On our first park trip, a couple of people stopped to talk to me about her but did not ask to pet her (which is fine by me).

On our second trip to the pet store, a child ran up to her and petted her and I about had a coronary. She didn't bark but she growled we had finished class and she was tired but still. Her mother apologized and I really didn't know what to say. She reminded her child to ask first and I said, nicely to the child, that she needed to ask because some dogs aren't used to people yet and I didn't want any one to get scared or hurt, even though she just loves dogs. She was ok but I just wasn't sure how to approach that, I know what it's like to be a kid and just love animals.

Anyway, I'm just not sure if by not allowing people to pet her that will be a problem?

Oy, thanks,

Jo


----------



## LaRen616 (Mar 4, 2010)

I like when people ASK to pet my dog. He is very, very, very friendly. He loves absolutely everyone and he has never met a stranger, haha. 

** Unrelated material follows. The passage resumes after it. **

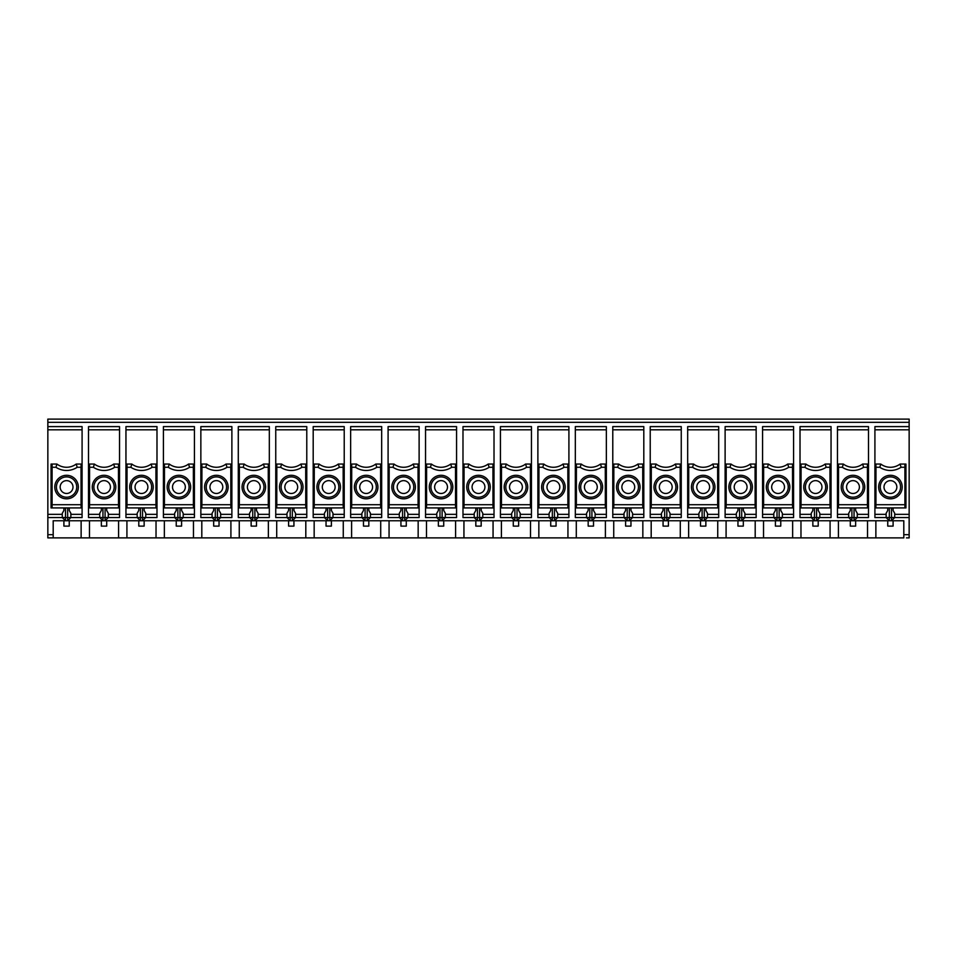 <?xml version="1.0" encoding="UTF-8"?>
<svg xmlns="http://www.w3.org/2000/svg" width="957" height="957" viewBox="0 0 957 957"><rect width="100%" height="100%" fill="white"/><g stroke="black" fill="none" stroke-linecap="round" stroke-linejoin="round"><path stroke-width="1.44" d="M812.852 507.928L812.852 510.488L811.249 513.275L811.249 517.558L814.455 520.764L779.154 520.764L782.359 517.558L777.012 517.558L777.012 520.764L741.699 520.764L744.917 517.558L739.57 517.558L739.57 520.764L704.256 520.764L707.462 517.558L702.115 517.558L702.115 520.764L666.814 520.764L670.02 517.558L664.672 517.558L664.672 520.764L629.359 520.764L632.577 517.558L627.218 517.558L627.218 520.764L591.916 520.764L595.122 517.558L589.775 517.558L589.775 520.764L554.462 520.764L557.68 517.558L552.321 517.558L552.321 520.764L517.019 520.764L520.225 517.558L514.878 517.558L514.878 520.764L479.565 520.764L482.783 517.558L477.435 517.558L477.435 520.764L442.122 520.764L445.328 517.558L439.981 517.558L439.981 520.764L404.679 520.764L407.885 517.558L402.538 517.558L402.538 520.764L367.225 520.764L370.431 517.558L365.084 517.558L365.084 520.764L329.782 520.764L332.988 517.558L327.641 517.558L327.641 520.764L292.328 520.764L295.546 517.558L290.186 517.558L290.186 520.764L254.885 520.764L258.091 517.558L252.744 517.558L252.744 520.764L217.43 520.764L220.648 517.558L215.301 517.558L215.301 520.764L179.988 520.764L183.194 517.558L177.846 517.558L177.846 520.764L142.545 520.764L145.751 517.558L140.404 517.558L140.404 520.764L105.091 520.764L108.297 517.558L105.091 517.558L105.091 520.764L67.648 520.764L70.854 517.558L47.85 517.558L47.85 537.882L867.532 537.882L867.532 520.764M801.033 464.061L805.902 464.061L804.885 467.267L801.081 467.267L801.033 464.061L800.016 464.061L800.016 517.558L814.455 517.558L814.455 520.764L816.596 520.764L819.814 517.558L814.455 517.558L814.455 507.928M875.93 464.061L880.799 464.061L879.782 467.267L875.978 467.267L875.93 464.061L874.913 464.061L874.913 426.607L909.15 426.607L909.15 419.118L47.85 419.118L47.85 426.607L82.087 426.607L82.087 517.558L70.854 517.558L70.854 513.275L69.251 510.488L69.251 507.928M63.904 507.928L63.904 510.488L62.289 513.275L62.289 517.558L65.507 520.764L67.648 520.764L70.854 517.558L70.854 513.275M51.056 464.061L52.085 464.061L52.085 507.928L51.056 507.928L51.056 464.061M78.342 487.065A11.771 11.771 0 0 0 66.571 475.294A11.771 11.771 0 0 0 54.8 487.065A11.771 11.771 0 0 0 66.571 498.824A11.771 11.771 0 0 0 78.342 487.065M76.739 487.065A10.168 10.168 0 0 0 61.487 478.261A10.168 10.168 0 0 0 61.487 495.858A10.168 10.168 0 0 0 76.739 487.065M62.289 514.34L47.85 514.34L47.85 426.607M69.251 520.764L69.251 526.111L63.904 526.111L63.904 520.764M65.507 507.928L65.507 520.764L53.197 520.764L53.197 537.882M89.468 520.764L89.468 537.882M81.13 520.764L81.13 537.882M887.749 520.764L887.749 526.111L893.096 526.111L893.096 520.764M875.87 520.764L875.87 537.882L867.532 537.882M893.096 507.928L893.096 510.488L894.711 513.275L894.711 517.558L891.493 520.764L903.803 520.764L903.803 537.882L875.87 537.882M874.913 464.061L874.913 517.558L886.146 517.558L886.146 513.275L887.749 510.488L887.749 507.928M909.15 426.607L909.15 537.882L906.47 537.882M47.85 514.34L47.85 517.558M72.995 487.065A6.424 6.424 0 0 0 66.571 480.641A6.424 6.424 0 0 0 60.159 487.065A6.424 6.424 0 0 0 66.571 493.477A6.424 6.424 0 0 0 72.995 487.065M77.218 467.267L76.201 464.061A16.054 16.054 0 0 1 56.942 464.061L55.925 467.267A19.26 19.26 0 0 0 77.218 467.267L81.022 467.267L81.07 507.928L52.085 507.928M81.07 507.928L82.087 507.928M81.022 467.267L81.07 464.061L76.201 464.061A16.054 16.054 0 0 1 56.942 464.061L52.085 464.061M886.146 513.275L886.146 517.558L889.352 520.764L854.051 520.764L857.257 517.558L854.051 517.558L854.051 520.764L816.596 520.764L819.814 517.558L831.047 517.558L831.047 514.34L819.814 514.34M904.867 467.267L901.075 467.267L900.058 464.061L904.915 464.061L904.915 507.928L905.944 507.928L905.944 464.061L904.915 464.061M891.493 507.928L891.493 520.764L889.352 520.764L889.352 517.558L909.15 517.558M850.306 507.928L850.306 510.488L848.703 513.275L848.703 517.558L851.909 520.764L851.909 517.558L837.459 517.558L837.459 507.928L868.489 507.928L868.489 514.34L857.257 514.34M863.621 467.267L862.604 464.061A16.054 16.054 0 0 1 843.344 464.061L842.327 467.267A19.26 19.26 0 0 0 863.621 467.267L867.425 467.267L867.473 507.928M880.799 464.061A16.054 16.054 0 0 0 900.058 464.061M875.978 467.267L875.93 507.928L874.913 507.928M875.93 507.928L904.915 507.928M101.346 507.928L101.346 510.488L99.743 513.275L99.743 517.558L102.949 520.764L102.949 517.558L88.511 517.558L88.511 507.928L119.541 507.928L119.541 514.34L108.297 514.34M114.673 467.267L113.656 464.061A16.054 16.054 0 0 1 94.396 464.061L93.379 467.267A19.26 19.26 0 0 0 114.673 467.267L118.465 467.267L118.512 464.061L113.656 464.061M114.182 487.065A10.168 10.168 0 0 0 98.942 478.261A10.168 10.168 0 0 0 98.942 495.858A10.168 10.168 0 0 0 114.182 487.065M110.438 487.065A6.424 6.424 0 0 0 104.026 480.641A6.424 6.424 0 0 0 97.602 487.065A6.424 6.424 0 0 0 104.026 493.477A6.424 6.424 0 0 0 110.438 487.065M819.814 513.275L819.814 517.558L819.814 513.275L818.211 510.488L818.211 507.928M825.7 487.065A10.168 10.168 0 0 0 810.447 478.261A10.168 10.168 0 0 0 810.447 495.858A10.168 10.168 0 0 0 825.7 487.065M803.76 487.065A11.771 11.771 0 0 0 815.531 498.824A11.771 11.771 0 0 0 827.303 487.065A11.771 11.771 0 0 0 815.531 475.294A11.771 11.771 0 0 0 803.76 487.065M804.885 467.267A19.26 19.26 0 0 0 826.178 467.267L825.161 464.061A16.054 16.054 0 0 1 805.902 464.061M773.806 513.275L773.806 517.558L773.806 513.275L775.409 510.488L775.409 507.928M788.724 467.267L787.707 464.061A16.054 16.054 0 0 1 768.459 464.061L767.442 467.267A19.26 19.26 0 0 0 788.724 467.267L792.528 467.267L792.575 507.928L793.592 507.928L793.592 517.558L782.359 517.558L782.359 513.275L780.756 510.488L780.756 507.928M788.245 487.065A10.168 10.168 0 0 0 773.005 478.261A10.168 10.168 0 0 0 773.005 495.858A10.168 10.168 0 0 0 788.245 487.065M766.318 487.065A11.771 11.771 0 0 0 778.077 498.824A11.771 11.771 0 0 0 789.848 487.065A11.771 11.771 0 0 0 778.077 475.294A11.771 11.771 0 0 0 766.318 487.065M736.352 513.275L736.352 517.558L736.352 513.275L737.955 510.488L737.955 507.928M751.281 467.267L750.264 464.061A16.054 16.054 0 0 1 731.004 464.061L729.988 467.267A19.26 19.26 0 0 0 751.281 467.267L755.073 467.267L755.133 507.928L756.15 507.928L756.15 517.558L744.917 517.558L744.917 513.275L743.314 510.488L743.314 507.928M750.802 487.065A10.168 10.168 0 0 0 735.55 478.261A10.168 10.168 0 0 0 735.55 495.858A10.168 10.168 0 0 0 750.802 487.065M728.863 487.065A11.771 11.771 0 0 0 740.634 498.824A11.771 11.771 0 0 0 752.405 487.065A11.771 11.771 0 0 0 740.634 475.294A11.771 11.771 0 0 0 728.863 487.065M698.909 513.275L698.909 517.558L698.909 513.275L700.512 510.488L700.512 507.928M713.838 467.267L712.821 464.061A16.054 16.054 0 0 1 693.562 464.061L692.545 467.267A19.26 19.26 0 0 0 713.838 467.267L717.63 467.267L717.678 507.928L718.707 507.928L718.707 517.558L707.462 517.558L707.462 513.275L705.859 510.488L705.859 507.928M713.348 487.065A10.168 10.168 0 0 0 698.108 478.261A10.168 10.168 0 0 0 698.108 495.858A10.168 10.168 0 0 0 713.348 487.065M691.421 487.065A11.771 11.771 0 0 0 703.192 498.824A11.771 11.771 0 0 0 714.951 487.065A11.771 11.771 0 0 0 703.192 475.294A11.771 11.771 0 0 0 691.421 487.065M661.454 513.275L661.454 517.558L661.454 513.275L663.069 510.488L663.069 507.928M676.384 467.267L675.367 464.061A16.054 16.054 0 0 1 656.107 464.061L655.09 467.267A19.26 19.26 0 0 0 676.384 467.267L680.188 467.267L680.236 507.928L681.252 507.928L681.252 517.558L670.02 517.558L670.02 513.275L668.417 510.488L668.417 507.928M675.905 487.065A10.168 10.168 0 0 0 660.653 478.261A10.168 10.168 0 0 0 660.653 495.858A10.168 10.168 0 0 0 675.905 487.065M653.966 487.065A11.771 11.771 0 0 0 665.737 498.824A11.771 11.771 0 0 0 677.508 487.065A11.771 11.771 0 0 0 665.737 475.294A11.771 11.771 0 0 0 653.966 487.065M624.012 513.275L624.012 517.558L624.012 513.275L625.615 510.488L625.615 507.928M638.941 467.267L637.924 464.061A16.054 16.054 0 0 1 618.665 464.061L617.648 467.267A19.26 19.26 0 0 0 638.941 467.267L642.733 467.267L642.781 507.928L643.81 507.928L643.81 517.558L632.577 517.558L632.577 513.275L630.962 510.488L630.962 507.928M638.451 487.065A10.168 10.168 0 0 0 623.21 478.261A10.168 10.168 0 0 0 623.21 495.858A10.168 10.168 0 0 0 638.451 487.065M616.523 487.065A11.771 11.771 0 0 0 628.294 498.824A11.771 11.771 0 0 0 640.066 487.065A11.771 11.771 0 0 0 628.294 475.294A11.771 11.771 0 0 0 616.523 487.065M586.569 513.275L586.569 517.558L586.569 513.275L588.172 510.488L588.172 507.928M606.355 429.813L575.324 429.813L575.324 426.607L606.355 426.607L606.355 507.928L605.338 507.928L606.355 507.928L606.355 517.558L595.122 517.558L595.122 513.275L593.519 510.488L593.519 507.928M601.008 487.065A10.168 10.168 0 0 0 585.756 478.261A10.168 10.168 0 0 0 585.756 495.858A10.168 10.168 0 0 0 601.008 487.065M579.069 487.065A11.771 11.771 0 0 0 590.84 498.824A11.771 11.771 0 0 0 602.611 487.065A11.771 11.771 0 0 0 590.84 475.294A11.771 11.771 0 0 0 579.069 487.065M601.486 467.267L600.47 464.061A16.054 16.054 0 0 1 581.21 464.061L580.193 467.267A19.26 19.26 0 0 0 601.486 467.267L605.291 467.267L605.338 464.061L600.47 464.061M549.115 513.275L549.115 517.558L549.115 513.275L550.718 510.488L550.718 507.928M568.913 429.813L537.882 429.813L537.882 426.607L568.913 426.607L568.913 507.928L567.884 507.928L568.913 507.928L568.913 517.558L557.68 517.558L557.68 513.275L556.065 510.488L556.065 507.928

I brought him with me on saturday to the Scoop the Loop (it's a big car show, they close down the whole street and park classic and ghetto rigged cars so everyone can see them and then they drive up and down the street with their cars bouncing, squeeling, and blaring their loud music.) It is always VERY packed, lots of people walking with their dogs and people selling food, jewelry, and T-shirts. Everyone kept staring at my GSD. I had several people walk by and could hear them say "That looks like a big black wolf." I actually had 4 different people ask if he was a black wolf and one person asked if he was a black Lab  

Alot of people came up and asked if he was friendly, AS THEY ARE PUTTING THEIR HAND IN HIS FACE  Well if he wasn't friendly I think you would be missing your hand right about now.  I absolutely hate that! 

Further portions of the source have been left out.